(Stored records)

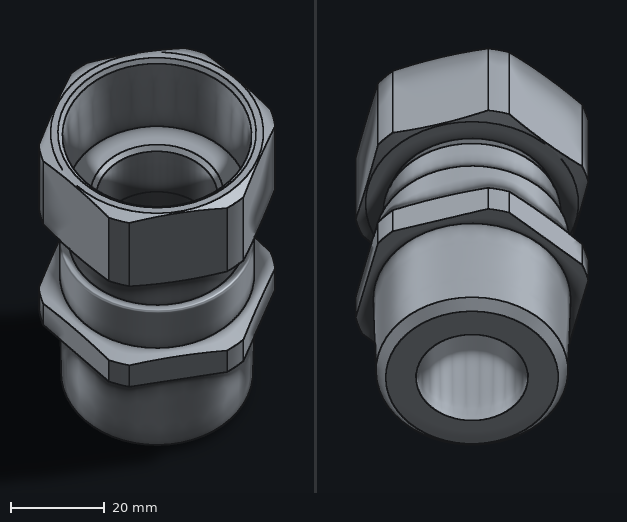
import cadquery as cq
import math

total_height = 80.25
socket_bottom_z = 57.9
neck_bottom_z = 55.1
joint_z = 46.0
collar_bottom_z = 34.1
hex_bottom_z = 26.0

across_flats = 46.0
across_corners = 50.6

head_bevel_diameter = 45.35
head_bevel_height = 0.9
neck_diameter = 36.0
spigot_diameter = 37.8
mouth_diameter = 42.2
socket_top_diameter = 40.3
socket_floor_diameter = 38.7
mouth_chamfer_height = 0.8
socket_floor_z = 59.95
bore_mouth_diameter = 28.4
bore_diameter = 26.0
bore_chamfer_height = 0.8

grip_bevel_height = 1.1
collar_diameter = 41.5
collar_fillet = 0.8
thread_top_diameter = 42.05
thread_bottom_diameter = 40.9
thread_tip_diameter = 36.75
tip_chamfer_height = 2.2
outlet_diameter = 23.8


def revolve_section(points):
    """Revolve a closed (radius, height) outline about the Z axis."""
    return cq.Workplane("XZ").polyline(points).close().revolve(360, (0, 0), (0, 1))


def hexagon(bottom_z, top_z, bevel_diameter, bevel_height, bevel_bottom):
    """Hexagon with flats on +X and -X, turned corners and conical end bevels."""
    circumscribed = across_flats / math.cos(math.pi / 6)
    prism = (
        cq.Workplane("XY", origin=(0, 0, bottom_z))
        .polygon(6, circumscribed)
        .extrude(top_z - bottom_z)
        .rotate((0, 0, 0), (0, 0, 1), 30)
    )
    corner_radius = across_corners / 2
    bevel_radius = bevel_diameter / 2
    if bevel_bottom:
        lower_points = [(bevel_radius, bottom_z), (corner_radius, bottom_z + bevel_height)]
    else:
        lower_points = [(corner_radius, bottom_z)]
    envelope = revolve_section(
        [(0, bottom_z)]
        + lower_points
        + [(corner_radius, top_z - bevel_height), (bevel_radius, top_z), (0, top_z)]
    )
    return prism.intersect(envelope)


def make_socket_piece():
    """Upper hexagon with a tapered socket, a neck and a plain spigot below it."""
    stem = revolve_section([
        (0, joint_z),
        (spigot_diameter / 2, joint_z),
        (spigot_diameter / 2, neck_bottom_z),
        (neck_diameter / 2, neck_bottom_z),
        (neck_diameter / 2, socket_bottom_z),
        (0, socket_bottom_z),
    ])
    cavity = revolve_section([
        (0, joint_z),
        (bore_diameter / 2, joint_z),
        (bore_diameter / 2, socket_floor_z - bore_chamfer_height),
        (bore_mouth_diameter / 2, socket_floor_z),
        (socket_floor_diameter / 2, socket_floor_z),
        (socket_top_diameter / 2, total_height - mouth_chamfer_height),
        (mouth_diameter / 2, total_height),
        (0, total_height),
    ])
    head = hexagon(socket_bottom_z, total_height, head_bevel_diameter, head_bevel_height, bevel_bottom=True)
    return head.union(stem).cut(cavity)


def make_threaded_piece():
    """Round collar over a hexagon, with a tapered thread blank below it."""
    collar = (
        cq.Workplane("XY", origin=(0, 0, collar_bottom_z))
        .circle(collar_diameter / 2)
        .extrude(joint_z - collar_bottom_z)
        .faces(">Z")
        .edges()
        .fillet(collar_fillet)
    )
    thread = revolve_section([
        (0, 0),
        (thread_tip_diameter / 2, 0),
        (thread_bottom_diameter / 2, tip_chamfer_height),
        (thread_top_diameter / 2, hex_bottom_z),
        (0, hex_bottom_z),
    ])
    tapered_bore = revolve_section([
        (0, 0),
        (outlet_diameter / 2, 0),
        (bore_diameter / 2, joint_z),
        (0, joint_z),
    ])
    grip = hexagon(hex_bottom_z, collar_bottom_z, collar_diameter, grip_bevel_height, bevel_bottom=False)
    return grip.union(collar).union(thread).cut(tapered_bore)


socket_piece = make_socket_piece()
threaded_piece = make_threaded_piece()
result = cq.Compound.makeCompound([socket_piece.val(), threaded_piece.val()])

● **Brief**: The answer must be a word-for-word copy of all the entries, containing no pictures.

● **Written answer**:
import cadquery as cq
import math

total_height = 80.25
socket_bottom_z = 57.9
neck_bottom_z = 55.1
joint_z = 46.0
collar_bottom_z = 34.1
hex_bottom_z = 26.0

across_flats = 46.0
across_corners = 50.6

head_bevel_diameter = 45.35
head_bevel_height = 0.9
neck_diameter = 36.0
spigot_diameter = 37.8
mouth_diameter = 42.2
socket_top_diameter = 40.3
socket_floor_diameter = 38.7
mouth_chamfer_height = 0.8
socket_floor_z = 59.95
bore_mouth_diameter = 28.4
bore_diameter = 26.0
bore_chamfer_height = 0.8

grip_bevel_height = 1.1
collar_diameter = 41.5
collar_fillet = 0.8
thread_top_diameter = 42.05
thread_bottom_diameter = 40.9
thread_tip_diameter = 36.75
tip_chamfer_height = 2.2
outlet_diameter = 23.8


def revolve_section(points):
    """Revolve a closed (radius, height) outline about the Z axis."""
    return cq.Workplane("XZ").polyline(points).close().revolve(360, (0, 0), (0, 1))


def hexagon(bottom_z, top_z, bevel_diameter, bevel_height, bevel_bottom):
    """Hexagon with flats on +X and -X, turned corners and conical end bevels."""
    circumscribed = across_flats / math.cos(math.pi / 6)
    prism = (
        cq.Workplane("XY", origin=(0, 0, bottom_z))
        .polygon(6, circumscribed)
        .extrude(top_z - bottom_z)
        .rotate((0, 0, 0), (0, 0, 1), 30)
    )
    corner_radius = across_corners / 2
    bevel_radius = bevel_diameter / 2
    if bevel_bottom:
        lower_points = [(bevel_radius, bottom_z), (corner_radius, bottom_z + bevel_height)]
    else:
        lower_points = [(corner_radius, bottom_z)]
    envelope = revolve_section(
        [(0, bottom_z)]
        + lower_points
        + [(corner_radius, top_z - bevel_height), (bevel_radius, top_z), (0, top_z)]
    )
    return prism.intersect(envelope)


def make_socket_piece():
    """Upper hexagon with a tapered socket, a neck and a plain spigot below it."""
    stem = revolve_section([
        (0, joint_z),
        (spigot_diameter / 2, joint_z),
        (spigot_diameter / 2, neck_bottom_z),
        (neck_diameter / 2, neck_bottom_z),
        (neck_diameter / 2, socket_bottom_z),
        (0, socket_bottom_z),
    ])
    cavity = revolve_section([
        (0, joint_z),
        (bore_diameter / 2, joint_z),
        (bore_diameter / 2, socket_floor_z - bore_chamfer_height),
        (bore_mouth_diameter / 2, socket_floor_z),
        (socket_floor_diameter / 2, socket_floor_z),
        (socket_top_diameter / 2, total_height - mouth_chamfer_height),
        (mouth_diameter / 2, total_height),
        (0, total_height),
    ])
    head = hexagon(socket_bottom_z, total_height, head_bevel_diameter, head_bevel_height, bevel_bottom=True)
    return head.union(stem).cut(cavity)


def make_threaded_piece():
    """Round collar over a hexagon, with a tapered thread blank below it."""
    collar = (
        cq.Workplane("XY", origin=(0, 0, collar_bottom_z))
        .circle(collar_diameter / 2)
        .extrude(joint_z - collar_bottom_z)
        .faces(">Z")
        .edges()
        .fillet(collar_fillet)
    )
    thread = revolve_section([
        (0, 0),
        (thread_tip_diameter / 2, 0),
        (thread_bottom_diameter / 2, tip_chamfer_height),
        (thread_top_diameter / 2, hex_bottom_z),
        (0, hex_bottom_z),
    ])
    tapered_bore = revolve_section([
        (0, 0),
        (outlet_diameter / 2, 0),
        (bore_diameter / 2, joint_z),
        (0, joint_z),
    ])
    grip = hexagon(hex_bottom_z, collar_bottom_z, collar_diameter, grip_bevel_height, bevel_bottom=False)
    return grip.union(collar).union(thread).cut(tapered_bore)


socket_piece = make_socket_piece()
threaded_piece = make_threaded_piece()
result = cq.Compound.makeCompound([socket_piece.val(), threaded_piece.val()])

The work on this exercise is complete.